The question involved is whether the full value of this jointly owned property should be included in the value of the so-called gross estate used as a basis for the computation of the estate tax payable. The applicable statutory provisions are sections 201, 202, and 203 of the federal Estate Tax Act, being the Act of September 8, 1916, chapter 463, 39 Statutes at Large, 777-780, inclusive, as amended by the Act of March 3, 1917, chapter 159, 39 Statutes at Large, 1000. Section 201 of that act provides that a tax, amounting to certain specified percentages of the value of the 'net estate to be determined as provided in section 203' is thereby imposed 'upon the transfer of the net estate of every decedent dying after the passage of this act, whether a resident or nonresident of the United States. ' The material parts of section 202 are as follows:

'That the value of the gross estate of the decedent shall be determined by including the value at the time of his death of all property, real or personal, tangible or intangible, wherever situated;
'(a) To the extent of the interest therein of the decedent at the time of his death which after his death is subject to the payment of the charges against his estate and the expenses of its administration and is subject to distribution as part of his estate.
'(b) To the extent of any interest therein of which the decedent has at any time made a transfer, or with respect to which he has created a trust, in contemplation of or intended to take effect in possession or enjoyment at or after his death, except in case of a bona fide sale for a fair consideration in money or money's worth. * * *
'(c) to the extent of the interest therein held jointly or as tenants in the entirety by the decedent and any other person, or deposited in banks or other institutions in their joint names and payable to either or the survivor, except such part thereof as may be shown to have originally belonged to such other person and never to have belonged to the decedent.'

Section 203 prescribes the deductions to be made from the value of the gross estate to determine the value of the net estate for the purpose of the tax; the nature and amount of such deductions not being pertinent here.

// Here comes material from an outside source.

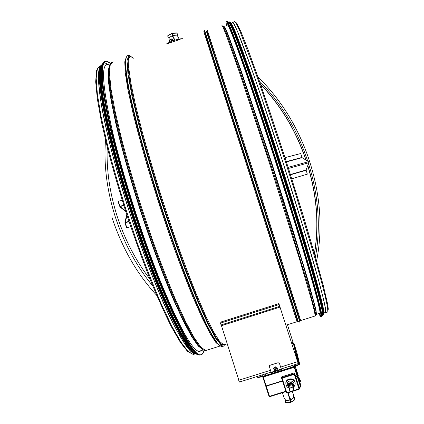 <?xml version="1.0" encoding="UTF-8"?>
<svg xmlns="http://www.w3.org/2000/svg" width="424" height="424" viewBox="0 0 424 424"><rect width="100%" height="100%" fill="white"/><g stroke="black" fill="none" stroke-linecap="round" stroke-linejoin="round"><path stroke-width="0.64" d="M232.41 22.509L234.006 23.977L237.652 31.853L251.077 67.506L260.437 94.377L282.045 159.657L303.006 226.676L318.302 279.252L322.897 296.774L325.325 307.787L325.68 312.398L325.266 312.525M101.219 65.826L98.898 71.179L98.638 82.632L100.668 100.228C103.18 114.872 106.896 132.028 111.809 151.691C117.358 172.42 123.713 193.975 130.883 216.362C138.346 238.611 145.941 259.631 153.668 279.416C161.252 297.934 168.312 313.712 174.842 326.756L183.459 341.818L190.323 350.706L195.289 353.595M232.267 22.557L232.336 22.265C233.073 20.288 237.981 31.636 247.07 56.312C256.165 81.26 269.288 119.939 282.4 160.712C295.39 201.124 307.575 241.129 315.371 268.673C323.067 296.148 326.533 310.797 325.759 312.631L325.123 312.573M101.394 65.418C97.276 67.739 97.456 81.949 101.935 108.051C106.678 134.207 116.494 171.815 128.885 210.341C141.812 250.473 156.795 289.279 169.065 315.202C181.557 340.96 190.323 353.839 195.358 353.828L195.687 353.812M239.417 382.013L221.471 325.717L220.337 323.162L279.188 304.512L298.204 363.591L293.615 344.145L287.461 324.731M279.188 304.512L297.876 362.552L293.329 343.244L287.451 324.731M278.913 303.621L220.109 322.267L220.337 323.162M169.16 37.789L169.059 40.264L169.409 41.139M174.041 35.325L173.681 37.672L171.911 35.982L174.041 35.325L176.808 35.144L177.068 35.446M179.071 39.082L178.515 37.349L176.808 35.144M293.594 395.332L293.519 398.004L291.177 399.493L289.067 400.203L289.518 397.807L291.177 399.493M293.62 395.216L292.396 391.405M284.25 398.353L282.432 392.704M293.572 397.368L293.519 398.004M284.387 398.544L285.76 400.277M289.067 400.203L286.052 400.505M169.271 37.471L171.911 35.982M201.734 350.42L199.598 351.56C192.639 351.289 179.394 327.434 159.859 279.999C141.876 235.119 122.642 174.693 112.418 131.09C102.582 86.894 100.928 64.686 107.447 64.464L108.401 64.628M193.148 350.155C185.055 342.338 173.193 319.314 157.558 281.096C142.13 242.692 125.631 192.666 114.878 151.516C104.14 109.212 99.693 82.039 101.532 69.992M188.707 346.625C180.571 336.094 169.791 314.375 156.377 281.478C141.961 245.65 126.585 199.667 115.885 160.182C105.12 119.478 99.831 91.293 100.027 75.62M227.126 25.392L227.169 24.936C227.821 22.785 234.398 39.617 246.901 75.435C259.281 111.199 276.644 164.3 291.055 210.643C310.373 272.701 321.164 312.006 320.009 313.516L319.383 313.288M232.087 31.933C240.636 52.051 269.155 136.348 292.136 210.532C306.753 257.813 315.922 289.391 319.648 305.269M228.987 23.643C229.755 21.439 236.454 38.314 249.095 74.264C261.608 110.16 279.077 163.516 293.514 210.087C312.864 272.431 323.533 311.926 322.24 313.484L321.874 313.601M234.133 31.646C242.947 52.147 271.434 136.062 294.23 209.859C308.683 256.759 317.756 288.246 321.456 304.321M230.274 23.108C231.949 23.686 239.083 41.955 251.681 77.91C264.104 113.653 280.852 164.878 294.728 209.7C314.051 272.054 324.641 311.576 323.279 313.156L323.682 313.601L323.205 310.283L318.832 291.749L309.128 257.283L294.781 209.811C314.889 274.699 325.409 314.401 323.242 313.67M285.023 157.638L300.701 153.536L302.121 157.659L308.497 161.703L308.826 162.742L306.08 169.982L307.331 174.163L291.765 178.78M291.77 178.796L307.331 174.163M126.829 214.777L124.868 222.134L126.511 227.858L126.813 227.752L125.186 222.388L127.046 215.44M130.74 226.586L126.813 227.752M130.746 226.602L126.511 227.858M125.546 210.808L120.093 206.557L118.285 201.257L122.207 200.234M118.285 201.257L117.983 201.374L119.981 206.965L125.758 211.47M167.74 35.902L172.144 33.236M168.386 37.969L167.681 35.982L172.186 33.205L172.791 35.484L173.114 35.383L172.457 33.332L177.089 33.114M172.335 33.183L176.877 32.897L177.794 35.107L177.121 35.51M169.155 37.99L168.339 38.022L167.745 35.923M172.791 35.484L168.402 37.964M177.725 35.086L173.114 35.383M294.929 399.477L291.044 402.222M293.567 397.511L294.341 397.452L294.95 399.546L291.055 402.042L290.392 399.991L290.074 400.097L290.949 402.286L285.622 402.636L285.039 400.611M290.853 402.296L285.718 402.662M294.341 397.458L294.903 399.768L290.891 402.302L285.866 402.8L284.97 400.595L285.649 400.134M285.707 402.646L284.97 400.595M290.392 399.991L294.293 397.511M285.055 400.606L290.074 400.097M173.448 40.603L171.672 38.923M173.193 40.688L171.418 38.939L170.893 39.183M171.837 41.186L170.851 39.188L171.831 39.119L172.955 40.773M171.853 41.181L172.001 40.428L171.323 39.814L170.109 39.549L169.415 40.884L169.664 42.098M170.851 39.188L169.579 39.898L169.632 42.114M172.001 40.428L172.981 40.36M285.956 384.149C284.578 378.293 294.309 376.65 295.019 382.623M296.016 368.626L297.606 375.977L295.687 376.687L297.68 376.215L296.063 368.838M293.376 388.389L295.152 384.181C295.835 378.431 286.423 377.455 285.967 383.227C285.834 385.262 286.645 386.805 288.415 387.854M285.972 384.319L285.946 383.058C286.306 377.975 294.431 377.8 295.067 382.872M291.262 367.857L294.585 366.458M290.996 367.158L290.62 365.976L291.262 367.868L294.563 366.649M266.139 375.744L265.89 375.081M257.755 377.137L257.506 376.374L257.766 377.18L257.336 377.275M299.641 364.131L299.63 363.85L299.19 364.168L296.084 354.544L296.54 354.236L299.63 363.85L296.54 354.236L293.959 343.472L293.424 343.488M299.307 364.486L299.63 363.856L296.842 352.466M293.705 385.384C295.772 380.121 286.205 379.247 287.345 384.801L288.076 386.28M262.779 376.634L262.52 376.284L265.959 375.378L262.573 376.433M266.097 375.754L262.8 376.623M294.579 366.384L299.143 364.629L294.606 366.627M299.185 364.174L291.124 367.476L291.262 367.868M257.744 377.137L258.078 377.524L257.294 377.18L257.077 376.512L257.288 377.175L258.004 377.508M258.078 377.524L262.732 376.65L258.105 377.514M296.084 354.544L299.143 364.629M293.631 384.981C293.238 381.266 287.186 382.231 288.018 385.877M293.668 385.178C293.132 383.301 291.903 382.533 289.979 382.877L288.018 385.257L288.06 386.132M293.641 385.04C293.095 383.179 291.871 382.421 289.963 382.766L288.002 385.14L288.029 385.93L287.345 384.801M293.721 385.464C293.185 383.582 291.951 382.814 290.027 383.158L288.06 385.538L288.103 386.412M293.694 385.321C293.148 383.46 291.919 382.702 290.005 383.047L288.044 385.427L288.071 386.216M293.768 385.745C293.233 383.863 292.004 383.089 290.074 383.439L288.103 385.824L288.145 386.699M293.747 385.601C293.196 383.736 291.966 382.978 290.053 383.328L288.087 385.708L288.113 386.497M293.816 385.999C293.27 384.133 292.035 383.37 290.117 383.72L288.15 386.105L288.188 386.985M293.8 385.888C293.249 384.017 292.019 383.259 290.101 383.603L288.129 385.994L288.156 386.783M293.896 386.985C293.7 384.69 292.454 383.694 290.164 384.001L288.193 386.391L289.364 389.025M293.843 386.142C293.307 384.255 292.072 383.487 290.138 383.831L288.166 386.222L288.193 387.043M293.276 387.801C293.567 385.591 292.592 384.563 290.361 384.722C288.696 385.57 288.336 386.81 289.269 388.432M292.141 391.463L293.604 389.656C292.465 386.842 291.06 386.693 289.391 389.216C289.512 390.933 290.429 391.686 292.141 391.463M289.168 387.774L289.004 386.72C290.647 384.229 292.03 384.372 293.159 387.149L293.408 388.57M261.152 376.406L261.062 376.141L261.152 376.406M262.085 374.938L262.52 376.284L257.766 377.18M294.537 366.23L294.102 364.879M291.124 367.476L290.641 365.97M265.477 373.873L265.959 375.378M291.103 367.486L265.986 375.373L265.498 373.867M299.922 380.445L298.925 377.355L299.895 380.434M300.282 381.727L299.111 378.192L300.388 381.897M300.272 381.748L299.874 380.423L300.542 380.768L300.272 381.748M300.616 381.086L299.948 380.741M294.707 366.596L292.316 367.481M265.207 376.003L262.604 376.671M262.806 376.708L262.806 377.058L263.293 377.01L294.267 367.29L294.648 366.654M282.495 380.922L267.661 385.474M300.33 381.632L299.954 380.466M298.48 375.918L298.003 376.067L298.305 377.445L298.782 377.291M298.798 377.339L298.305 377.445M298.819 377.413L298.316 377.493M298.846 377.503L298.337 377.561M298.878 377.604L298.364 377.651M298.909 377.715L298.395 377.752M298.947 377.832L298.432 377.864M298.984 377.943L298.469 377.98M301.252 385.019L300.775 385.167L298.507 378.097M265.753 386.02L266.246 386.185L282.543 381.075M262.806 377.058L265.684 385.999L262.811 377.069M282.464 380.832L265.684 385.999M281.536 377.445L281.854 376.772L293.959 372.972L294.601 373.306L295.687 376.687M300.621 384.685L300.685 385.199M298.061 376.046L297.399 373.989L298.035 376.056M298.12 376.03L297.272 373.385L298.093 376.04M298.242 375.993L296.986 372.087L298.215 375.998M298.348 375.956L296.752 371L298.321 375.966M295.767 376.931L299.185 387.562L300.616 387.011L300.945 386.359L297.68 376.215M289.126 387.488L288.998 387.112M289.004 387.144L289.131 387.547M281.276 369.071L279.469 363.421L278.118 362.706L269.913 365.287L269.24 365.912L271.18 372.781L281.435 369.558L281.308 368.901M281.441 369.548L281.356 368.885M269.235 365.949L269.908 365.318L278.118 362.737L279.474 363.453L281.276 369.108L271.01 372.33M269.24 365.912L269.166 366.235M274.916 366.972L273.719 368.122C274.095 370.873 275.287 371.302 277.285 369.415C277.46 367.65 276.671 366.834 274.916 366.972M275.324 367.619L274.911 367.751L274.837 368.854L274.264 369.018L274.392 369.436L275.473 369.537L275.664 370.104L276.072 369.972L276.146 368.901L276.724 368.705L276.591 368.286L275.51 368.218L275.324 367.619M277.381 368.774C277.195 367.306 276.374 366.67 274.922 366.882L273.724 368.032L273.613 368.636M275.102 368.392L275.457 368.059M275.876 369.293L275.489 369.415L274.858 368.848M276.088 368.461L275.881 369.219M276.146 368.901L275.886 369.405M275.483 369.564L275.664 370.104M275.473 369.537L274.969 369.272M274.943 369.278L274.392 369.436M274.837 368.854L275.096 368.35M275.086 368.318L274.911 367.751M275.51 368.218L276.013 368.483M276.172 368.891L276.724 368.705M259.366 80.963C281.16 103.021 297.293 129.781 307.76 161.237M308.513 163.569C318.588 195.777 320.894 226.898 315.43 256.928M260.58 84.445C280.773 105.454 295.883 130.661 305.905 160.06M307.718 165.673C316.903 195.872 319.134 225.112 314.417 253.398M150.112 279.368C135.85 260.882 124.842 239.777 117.082 216.044C109.636 192.549 106.345 169.542 107.219 147.022M260.479 84.153C280.826 105.247 296.031 130.592 306.091 160.182M307.798 165.461C317.062 195.84 319.293 225.245 314.497 253.674M224.063 26.389L225.345 28.011L228.668 35.992L241.463 71.656L271.811 163.224L292.756 229.607L308.375 281.578L315.954 309.684L316.463 314.322M223.676 26.421L224.911 27.883L228.276 35.987L241.442 72.785L272.669 167.215L302.513 263.034L313.712 302.1L316.007 311.614L316.198 314.571M222.595 25.848L223.808 27.327L227.163 35.489L240.355 72.531L271.747 167.586L282.877 202.571L308.555 286.857L315.44 312.711L315.652 315.647L314.958 316.044M221.853 25.732L223.061 27.327L226.326 35.335L239.088 71.248L269.627 163.653L299.662 259.541L311.651 300.568L314.465 311.47L315.218 315.959L300.653 320.581M207.405 30.502L252.513 169.192L300.685 320.555L300.097 321.09L251.787 169.627L206.896 31.265M206.292 30.989L251.162 169.579L299.784 321.705C299.561 322.447 299.015 322.256 298.157 321.138C298.613 322.553 298.613 322.553 298.151 321.132L204.697 30.517L204.379 31.159L205.608 35.028L297.526 320.809C297.982 322.208 297.998 322.235 297.569 320.883M204.384 31.153L203.944 31.556M203.822 31.683L295.666 317.417L297.081 321.689L297.526 320.809L298.157 321.138M130.915 55.756L128.763 58.454L128.689 67.527L130.91 83.194L135.537 105.205L142.48 132.76C148.172 153.477 154.665 175.382 161.947 198.474L173.315 232.58C181.09 254.681 188.558 274.71 195.724 292.666L205.433 315.292L213.495 331.653L219.637 341.447L223.755 344.855L224.874 344.505M131.043 55.984L128.265 57.351L127.757 65.8L129.808 81.657L134.567 104.707L141.945 134.021C148.066 156.202 155.046 179.596 162.896 204.204C171.01 228.722 179.114 251.761 187.201 273.321L198.474 301.453L208.205 323.093L215.943 337.467L221.439 344.484L224.662 344.574M132.829 57.722L128.769 55.486L127.015 60.717L127.963 74.025L131.859 95.464L138.717 124.285C144.679 146.715 151.713 170.846 159.8 196.688C168.254 222.627 176.771 247.155 185.357 270.279L197.351 300.42L207.686 323.459L215.816 338.479L221.471 345.385L224.614 344.696M126.612 56.726L126.103 57.945L125.626 64.941C126.119 72.027 127.56 81.71 129.961 93.98C132.924 107.664 136.777 123.373 141.537 141.113C146.752 159.737 152.555 179.167 158.947 199.397C165.551 219.648 172.255 239.178 179.055 257.983C185.76 275.945 192.077 291.929 198.013 305.937L206.022 323.48C210.744 332.824 214.687 339.55 217.846 343.663C219.431 345.491 220.713 346.403 221.694 346.392M126.299 57.388L125.801 58.586C125.149 62.307 125.403 68.64 126.548 77.581C128.249 88.033 130.905 100.87 134.514 116.091C140.572 140.392 148.861 169.351 158.47 199.582C168.492 230.407 178.446 258.454 188.325 283.72C194.589 299.233 200.282 312.393 205.412 323.205C210.124 332.517 214.067 339.226 217.226 343.329L220.655 346.011M126.384 57.166L124.778 61.803L125.228 72.621L127.921 89.697L132.919 112.667C137.36 130.645 142.771 150.504 149.163 172.234L159.599 205.598L170.782 238.701C178.387 260.007 185.68 279.231 192.655 296.371L202.121 317.936L210.002 333.487L216.054 342.778L220.427 345.995M113.054 61.655L110.245 64.565L109.514 73.85L111.125 89.703L115.211 111.867L121.725 139.538C127.205 160.304 133.565 182.23 140.816 205.306L152.258 239.353C160.171 261.391 167.856 281.324 175.319 299.164L185.558 321.604L194.224 337.758L201.018 347.336L205.794 350.531L207.182 350.097M110.261 63.642L109.588 65.344L108.883 73.055C109.201 80.496 110.441 90.36 112.614 102.645C115.328 116.24 118.927 131.7 123.41 149.025C128.355 167.151 133.91 185.998 140.074 205.566C149.81 235.458 159.641 262.732 169.584 287.382C175.928 302.577 181.779 315.562 187.148 326.337C192.146 335.697 196.434 342.587 200.001 346.996C202.184 349.381 204.119 350.558 205.794 350.531L220.178 345.989L217.846 343.663C220.925 346.795 223.103 347.288 224.37 345.141M109.79 64.724L109.09 66.473L108.374 74.168C108.677 81.583 109.901 91.398 112.047 103.62C114.734 117.141 118.307 132.505 122.753 149.714C127.661 167.724 133.173 186.443 139.295 205.873C151.882 244.802 165.932 282.045 177.831 308.593C183.576 320.952 188.701 330.916 193.212 338.485L198.941 346.403L200.001 346.996M109.901 64.4L108.205 70.326L108.502 82.081L110.966 99.667L115.657 122.658C121.778 148.882 130.687 180.481 141.213 213.06C151.978 245.528 163.378 275.987 173.792 300.372L183.438 321.307L191.69 336.619L198.273 346.053L203.064 349.742M234.403 21.587L236.073 23.029L239.804 30.894L253.382 66.557L262.806 93.466L284.499 158.846L295.422 193.302L314.014 254.967L320.671 278.706L325.197 296.281L327.556 307.331L327.837 311.974L327.386 312.117M297.749 320.926C298.067 321.901 298.072 321.906 297.765 320.931M133.327 58.252L130.078 55.92M132.733 57.945L129.861 55.692M219.415 345.565L220.21 345.756M199.646 346.8L201.548 348.517M201.336 348.719L202.693 349.413M100.642 65.752L97.377 68.815L96.19 78.244L97.372 94.223L101.082 116.499L107.309 144.245C112.636 165.047 118.911 186.984 126.129 210.055L137.625 244.06C145.633 266.049 153.472 285.924 161.141 303.685L171.741 325.992L180.831 341.998L188.071 351.427L193.302 354.48L194.881 353.982M291.564 342.889L293.106 342.475M291.829 343.721L293.329 343.244L293.615 344.145M297.865 362.531L298.204 363.554M297.569 361.64L280.646 367.099M270.374 370.327L238.654 380.286M280.089 307.087L221.471 325.717M279.819 306.324L221.174 324.906M178.387 37.153L179.013 39.093M292.337 391.426L293.631 395.444M289.724 397.913L288.071 392.762M174.667 40.206L173.787 37.466M173.464 37.561L174.344 40.306M287.748 392.863L289.406 398.019M169.409 41.091L169.065 40.031M203.08 352.964L200.409 354.92C202.184 354.883 203.382 353.319 204.002 350.219C200.351 365.817 185.664 343.037 159.933 281.881C139.719 231.546 118.195 162.344 108.608 117.321C98.956 72.091 101.193 54.834 110.373 63.452L106.122 61.173L107.972 61.713M200.955 354.872L200.409 354.92C193.318 354.687 179.787 330.37 159.827 281.971C141.404 236.046 121.656 174.052 111.189 129.368C101.124 84.1 99.439 61.369 106.122 61.173M159.228 282.161C141.07 236.937 121.614 176.077 111.062 131.546C100.87 86.348 98.872 62.959 105.073 61.39C98.803 63.028 100.774 86.427 110.977 131.594C121.518 176.108 140.964 236.942 159.122 282.156C179.071 330.529 192.666 354.84 199.895 355.084C192.766 354.856 179.209 330.55 159.228 282.161M200.552 354.915C193.81 356.812 179.999 332.554 159.117 282.146C140.906 236.793 121.402 175.727 110.881 131.191C100.732 85.998 98.813 62.768 105.126 61.491M157.585 281.928C140.551 239.571 122.324 183.279 111.634 139.947C101.151 95.676 98.108 70.442 102.513 64.252M102.555 64.199L103.313 63.483M103.535 63.356C104.723 62.768 106.201 63.155 107.956 64.517M197.611 354.321C190.249 353.012 176.872 328.907 157.479 282.018C140.233 239.157 121.794 182.06 111.146 138.516C100.732 94.075 97.902 69.192 102.666 63.854M197.849 354.453L197.791 354.453C190.599 354.252 177.052 330.142 157.15 282.124C139.639 238.638 120.93 180.523 110.357 136.756C100.059 92.162 97.531 67.776 102.778 63.6M197.743 354.395C190.577 354.369 177.009 330.269 157.039 282.108C140.302 240.535 122.409 185.5 111.671 142.485C101.092 98.469 97.732 72.663 101.596 65.073M191.547 350.197C183.353 341.749 171.635 318.906 156.382 281.669C141.102 243.715 124.788 194.399 114.024 153.456C103.265 111.337 98.654 83.841 100.191 70.962M194.743 353.208C186.995 349.636 174.031 325.849 155.841 281.843C139.21 240.594 121.471 186.025 110.85 143.349C100.387 99.677 97.096 74.062 100.981 66.504M101.076 66.34L101.882 65.333M226.575 25.573C224.487 14.904 229.469 25.382 242.284 61.708C255.052 97.896 275.086 158.825 291.526 211.709C303.891 251.602 312.53 280.863 317.449 299.498C321.774 316.262 322.24 320.915 318.843 313.458M226.729 21.332C227.418 19.096 234.175 36.3 247.001 72.949C259.705 109.567 277.519 164.03 292.269 211.507C312.011 275.006 322.945 315.059 321.721 316.606L321.196 316.77C322.123 315.159 311.349 275.187 291.532 211.709C276.771 164.258 258.979 109.821 246.302 73.214C233.481 36.639 226.787 19.403 226.204 21.507C226.867 19.276 233.598 36.49 246.402 73.145C259.091 109.768 276.893 164.231 291.654 211.703C311.412 275.197 322.383 315.239 321.196 316.77L320.873 316.892M321.233 316.58L319.489 313.421M227.057 21.205C228.562 21.603 235.691 40.132 248.443 76.781C261.03 113.24 278.139 165.652 292.364 211.444C313.325 278.86 324.09 318.986 321.54 316.664M228.52 23.585C227.874 16.769 233.947 31.339 246.736 67.284C259.488 103.509 278.287 160.749 293.726 210.553C316.686 284.52 326.676 323.719 321.535 313.914M228.918 21.894C229.834 20.071 236.682 37.328 249.466 73.67C262.117 109.943 279.686 163.606 294.192 210.442C313.734 273.448 324.461 313.288 323.125 314.862L322.834 314.958C323.888 313.304 313.336 273.544 293.731 210.558C279.135 163.484 261.476 109.53 248.83 73.257C236.03 37.005 229.289 19.939 228.6 22.053C229.373 19.817 236.152 36.861 248.93 73.193C261.587 109.487 279.257 163.463 293.853 210.548C313.405 273.554 324.148 313.389 322.834 314.958L322.473 315.074M322.865 314.947L323.125 314.862C322.956 315.334 322.51 314.921 321.79 313.627M228.902 23.67L228.87 22.037M229.246 21.825C230.863 22.271 238.028 40.662 250.738 76.993C263.278 113.123 280.238 165.01 294.293 210.378C315.053 277.322 325.595 317.253 322.924 314.926M230.073 22.769C231.493 22.493 238.532 40.386 251.188 76.437C263.686 112.323 280.704 164.337 294.781 209.806L271.53 136.846L249.81 72.478L241.383 48.967L235.177 32.828L231.35 24.29C228.796 20.776 230.577 23.304 230.147 22.891M230.317 23.182C230.645 19.25 237.191 35.25 249.948 71.174C262.604 107.171 280.566 161.899 295.332 209.631C316.415 277.72 326.708 317.38 323.406 313.41M306.08 170.268L290.504 174.789M129.082 221.625L125.207 222.748M128.97 221.291L125.186 222.388L124.868 222.134M306.08 169.982L290.419 174.518M308.826 162.742L288.479 168.429M308.497 161.703L288.14 167.358M302.121 157.659L286.386 161.883M123.866 205.539L120.093 206.557L119.981 206.965M301.952 157.431L286.306 161.629M123.766 205.221L119.897 206.26M180.163 39.427L168.333 43.333M182.256 38.738C176.395 39.331 171.142 41.064 166.494 43.942M296.021 368.626L295.284 366.341M276.236 372.574L262.848 376.623M281.123 371.042L291.187 367.884M296.827 352.397L293.959 343.472M297.606 375.977L294.728 367.036M281.854 376.772L281.621 378.203L282.119 378.16L281.949 377.567L294.113 373.751L294.288 374.344L294.754 374.085L294.601 373.306M290.859 391.458L286.804 392.73L282.119 378.16L294.288 374.344L298.978 388.919L293.191 390.732M299.466 388.84L299.111 389.306L286.942 393.112L286.306 392.772L286.804 392.73L286.942 393.112L299.106 389.29L299.439 388.654L298.978 388.919L299.111 389.29M293.959 372.972L294.113 373.751L294.754 374.085L299.19 387.457M296.095 368.859L298.374 375.95M297.219 376.475L300.484 386.624L299.031 387.08M300.468 384.208L300.945 386.359L300.484 386.624L300.616 387.011L299.164 387.451M285.93 391.596L269.648 396.7L269.505 396.323L269.023 396.371L265.763 386.238L269.017 396.355L269.643 396.689M285.808 391.219L269.505 396.323L266.246 386.185M266.166 385.946L263.293 377.01M297.139 376.231L294.267 367.29M286.306 392.778L281.621 378.213L286.306 392.778L286.942 393.112M316.325 314.47L320.051 313.076M224.646 344.579L227.163 343.779M285.903 325.224L297.081 321.689M125.801 58.586L126.103 57.945C126.707 55.968 127.783 55.109 129.325 55.364M109.09 66.473L111.968 61.909M202.937 349.657L198.941 346.403M198.66 351.395L203.35 349.911M325.759 312.631L327.837 311.974L327.938 311.529M235.728 22.324L236.793 23.23L241.092 32.07L248.226 50.127L259.218 80.549C268.376 107.018 278.091 136.189 288.368 168.079L302.752 214.152L314.751 254.559L323.221 285.262L327.646 304.141L328.303 309.048L328.07 310.103M219.833 345.841L220.109 345.751M99.412 66.054L96.396 70.978L95.697 81.901L97.356 98.999L101.458 121.964L107.956 149.942C113.388 170.665 119.695 192.311 126.866 214.888C134.36 237.376 142.029 258.672 149.873 278.775C157.59 297.6 164.798 313.665 171.497 326.968L180.391 342.369L187.636 351.528L193.302 354.48L195.358 353.828M239.385 382.066L270.952 372.15M281.229 368.928L298.204 363.591M169.165 37.672L169.107 39.188M169.415 41.356L169.059 40.264M285.871 400.426L285.156 399.503M107.447 64.464L105.974 64.951M197.828 354.443L197.791 354.453C190.498 354.236 176.914 330.121 157.044 282.119C139.528 238.622 120.835 180.555 110.251 136.714C99.947 92.109 97.456 67.734 102.783 63.589M195.045 353.42C187.143 349.927 174.078 326.077 155.857 281.875C139.12 240.376 121.275 185.426 110.664 142.612C100.207 98.856 97.032 73.341 101.135 66.065M102.057 64.967L102.343 64.766M196.805 353.775L196.434 353.775M323.448 312.43L323.825 312.308M227.169 24.936L227.502 24.825M321.583 313.691L322.24 313.484M230.269 23.914L230.232 23.574M323.751 313.007L325.68 312.398M230.577 23.119L230.879 23.018M172.176 33.21L167.798 35.695L168.339 38.022M177.788 35.102L176.909 32.892M172.292 33.178L176.877 32.897M182.442 38.674C179.951 38.711 176.373 39.565 171.709 41.234L166.277 44.011M266.155 375.754L291.214 367.884M289.391 389.216L289.004 386.72M299.148 364.624L299.641 364.121M281.504 377.18L281.626 378.219M269.023 396.371L269.648 396.7L285.93 391.606M300.616 387.011L300.966 386.545M281.435 369.558L271.18 372.781M105.502 140.005C103.657 164.729 106.885 190.244 115.185 216.547C123.893 243.053 136.433 266.208 152.81 286.014M112.01 217.538C122.117 248.104 137.026 274.058 156.742 295.411M316.596 261.02C323.236 227.01 320.258 191.86 307.649 155.571C296.44 124.608 279.866 98.384 257.935 76.892"/></g></svg>

It will be observed that, in determining the value of the 'gross estate' of the decedent for the purpose of computing the tax, section 202 provides, in subdivision (c) thereof, for the inclusion of the value, at the time of the death of such decedent, of all of his property--

'to the extent of the interest therein held jointly or as tenants in the entirety by the decedent and any other person, or deposited in banks or other institutions in their joint names and payable to either or the survivor, except such part thereof as may be shown to have originally belonged to...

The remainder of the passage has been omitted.